The Man Who was Thursday – A Nightmare

G.K. Chesterton
First Published 1908
This Ed. 1986 Penguin 187pp SC

‘The suburb of Saffron Park lay on the sunset side of London, as red and ragged as a cloud of sunset.’

Gabriel Syme is a Poet. An occupation that makes me adore him. He is also an undercover police detective – infiltrating a dangerous ‘cell’ of anarchists in London his mission.

“He was one of those who are driven early in life into too conservative an attitude by the bewildering folly of most revolutionists…His father cultivated art and self-realization; his mother went in for simplicity and hygiene. Hence the child, during his tenderer years, was wholly unacquainted with any drink between the extremes of absinthe and cocoa…The more his mother preached a more than Puritan abstinence the more did his father expand into a more than pagan latitude; and by the time the former had come to enforcing vegetarianism, the latter had pretty well reached the point of defending cannibalism…’

Gabriel becomes ‘Thursday’ – each of the seven members of the Central Anarchist Council for reasons of security calling themselves a day of the week. This non-stop tale of action, betrayal and adventure folows Gabriel as he seeks to bring down Sunday - the leader of the group before plannng to blow up the Czar and the President of the French Republic in Paris.

Mr Chesterton writes with that depth of vocabulary that makes you realise how limited modern English is becoming.

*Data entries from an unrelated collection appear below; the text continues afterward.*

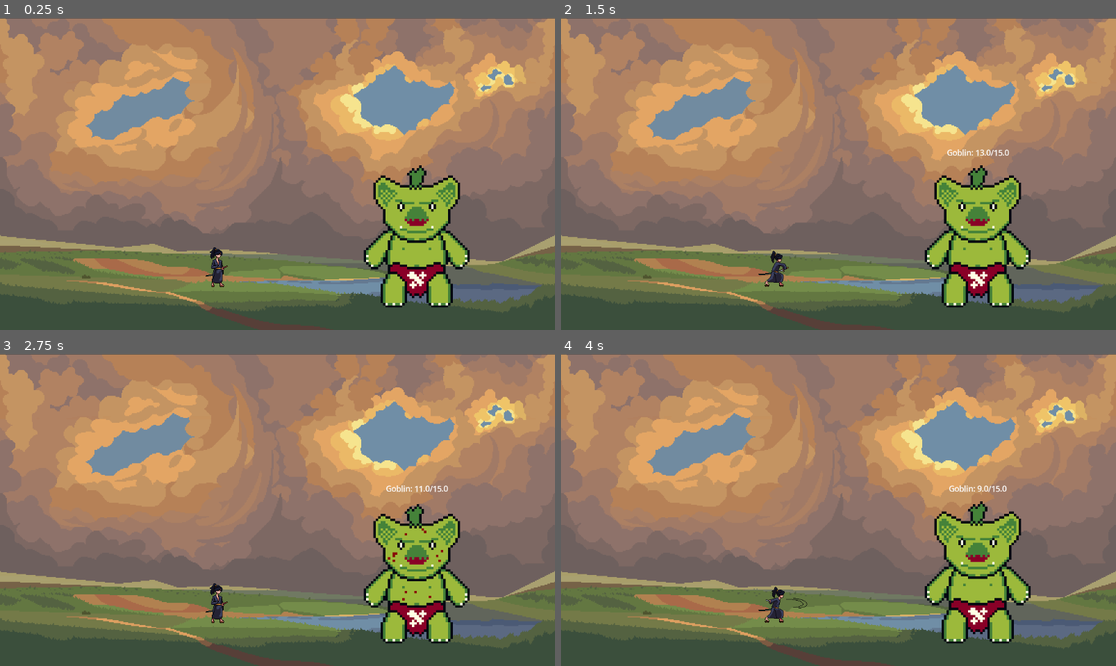
Above: before the commit, frames 1-4 (two rows, left to right).
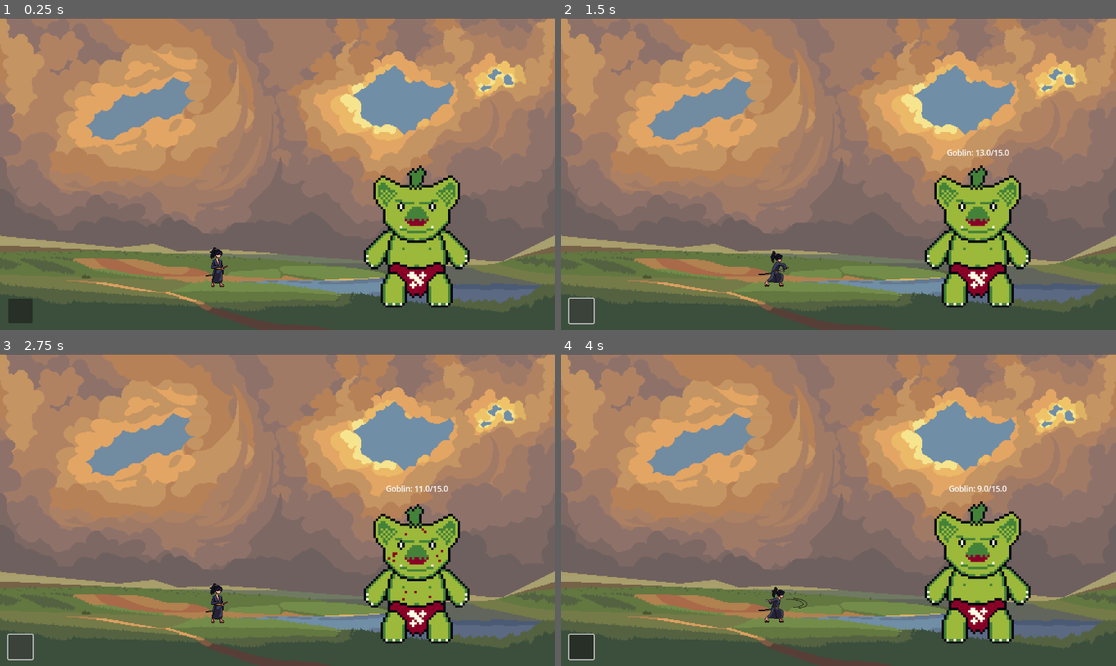
Above: after the commit, the same moments.

Repository: SEANVSA/Prototype
Game: Godot game, scene res://scenes/GameScene.tscn
Same seed, same stepped clock (60 frames per second), same inputs: the game is played once before the commit and once after it. This scene is started directly instead of the project's main scene.
Inputs (mouse positions are in pixels of both pictures, inside the frame that each line leads up to):
- Up to frame 1 (0.25 s): no input
- Up to frame 2 (1.5 s): click (583, 311) at 0.5 s, where only the run after the commit has a clickable "🛒"; click (583, 311) at 1.25 s, where only the run after the commit has a clickable "🛒"
- Up to frame 3 (2.75 s): click (22, 647) at 2 s, where only the run after the commit has a clickable "🛒"
- Up to frame 4 (4 s): move the mouse to (960, 494) at 2.77 s; click (960, 494) at 2.92 s; move the mouse to (727, 525) at 3.52 s; click (727, 525) at 3.67 s

The runs differ from the first frame. In frame 1, 0.3% of the frame differs, in the area x 1-6%, y 89-98%; in frame 2, less than 0.1%; in frame 3, less than 0.1%; in frame 4, 0.4%, in the area x 1-7%, y 89-99%.

Commit message:
MainGame UI

Diff:
--- a/scenes/GameScene.tscn
+++ b/scenes/GameScene.tscn
@@ -1,8 +1,8 @@
-[gd_scene load_steps=5 format=3 uid="uid://dy8kug6ywk2j8"]
+[gd_scene load_steps=5 format=3 uid="uid://80waxwjde184"]
 
 [ext_resource type="Script" uid="uid://d34r5fxhnmgih" path="res://scripts/Gameplay/GameManager.gd" id="1_18ig4"]
-[ext_resource type="Texture2D" uid="uid://dm8dwxdasd8tb" path="res://assets/sprites/Summer3.png" id="1_xy3my"]
-[ext_resource type="PackedScene" uid="uid://cn01krqxr2l4n" path="res://scenes/Player.tscn" id="3_7s5hy"]
+[ext_resource type="Texture2D" uid="uid://dm8dwxdasd8tb" path="res://assets/sprites/Background/Summer3.png" id="1_xy3my"]
+[ext_resource type="PackedScene" path="res://scenes/Player.tscn" id="3_7s5hy"]
 
 [sub_resource type="RectangleShape2D" id="RectangleShape2D_xs4ih"]
 size = Vector2(1172, 667)
@@ -13,8 +13,8 @@
 [node name="Control" type="Control" parent="."]
 layout_mode = 3
 anchors_preset = 0
-offset_right = 40.0
-offset_bottom = 40.0
+offset_right = 1152.0
+offset_bottom = 647.0
 
 [node name="PanelContainer" type="PanelContainer" parent="Control"]
 custom_minimum_size = Vector2(1152, 648)
@@ -51,3 +51,10 @@
 
 [node name="EnemySpawnContainer" type="Node2D" parent="."]
 position = Vector2(865, 453)
+
+[node name="Button" type="Button" parent="."]
+offset_left = 17.0
+offset_top = 582.0
+offset_right = 68.0
+offset_bottom = 633.0
+text = "🛒"
--- a/scenes/StartMenu.tscn
+++ b/scenes/StartMenu.tscn
@@ -1,7 +1,7 @@
-[gd_scene load_steps=7 format=3 uid="uid://bpwcifimhad5c"]
+[gd_scene load_steps=7 format=3 uid="uid://b6ng0trmp6rn6"]
 
 [ext_resource type="Script" uid="uid://dk2y1ypbp1q5h" path="res://scripts/Gameplay/StartMenuController.gd" id="1_cp7se"]
-[ext_resource type="Texture2D" uid="uid://dm8dwxdasd8tb" path="res://assets/sprites/Summer3.png" id="1_fb70i"]
+[ext_resource type="Texture2D" uid="uid://dm8dwxdasd8tb" path="res://assets/sprites/Background/Summer3.png" id="1_fb70i"]
 [ext_resource type="FontFile" uid="uid://blvo84sdjk1t6" path="res://assets/fonts/LadyRadical2Regular-0yAz.ttf" id="2_kmax6"]
 
 [sub_resource type="LabelSettings" id="LabelSettings_cp7se"]
Not shown, added: assets/sprites/2303.w032.n002.902A.p30.902.png.import
Not shown, added: assets/sprites/2303.w032.n002.902A.p30.902.png

He is able to discuss the philosophies and motivations of men who will kill for their beliefs whilst maintaining a lovely ironic tone that keeps the story moving forward. There is no let up in plot and the ending is only confusing if you forget that this story is in fact ‘a nightmare’.

It was kind of quaint for me to read about the terrible ‘Anarchists’ – a word that conjured up for me images of Doc Martens and safety pins rather than dynamite and assassination. But as Kingsley Amis reminds up in his enthusiastic introduction, at the time of writing they were a real and potent threat - as quaint as any modern terrorists.

Bravo Mr Chesterton, what a hoot of a story! I am story that I have neglected you all these years.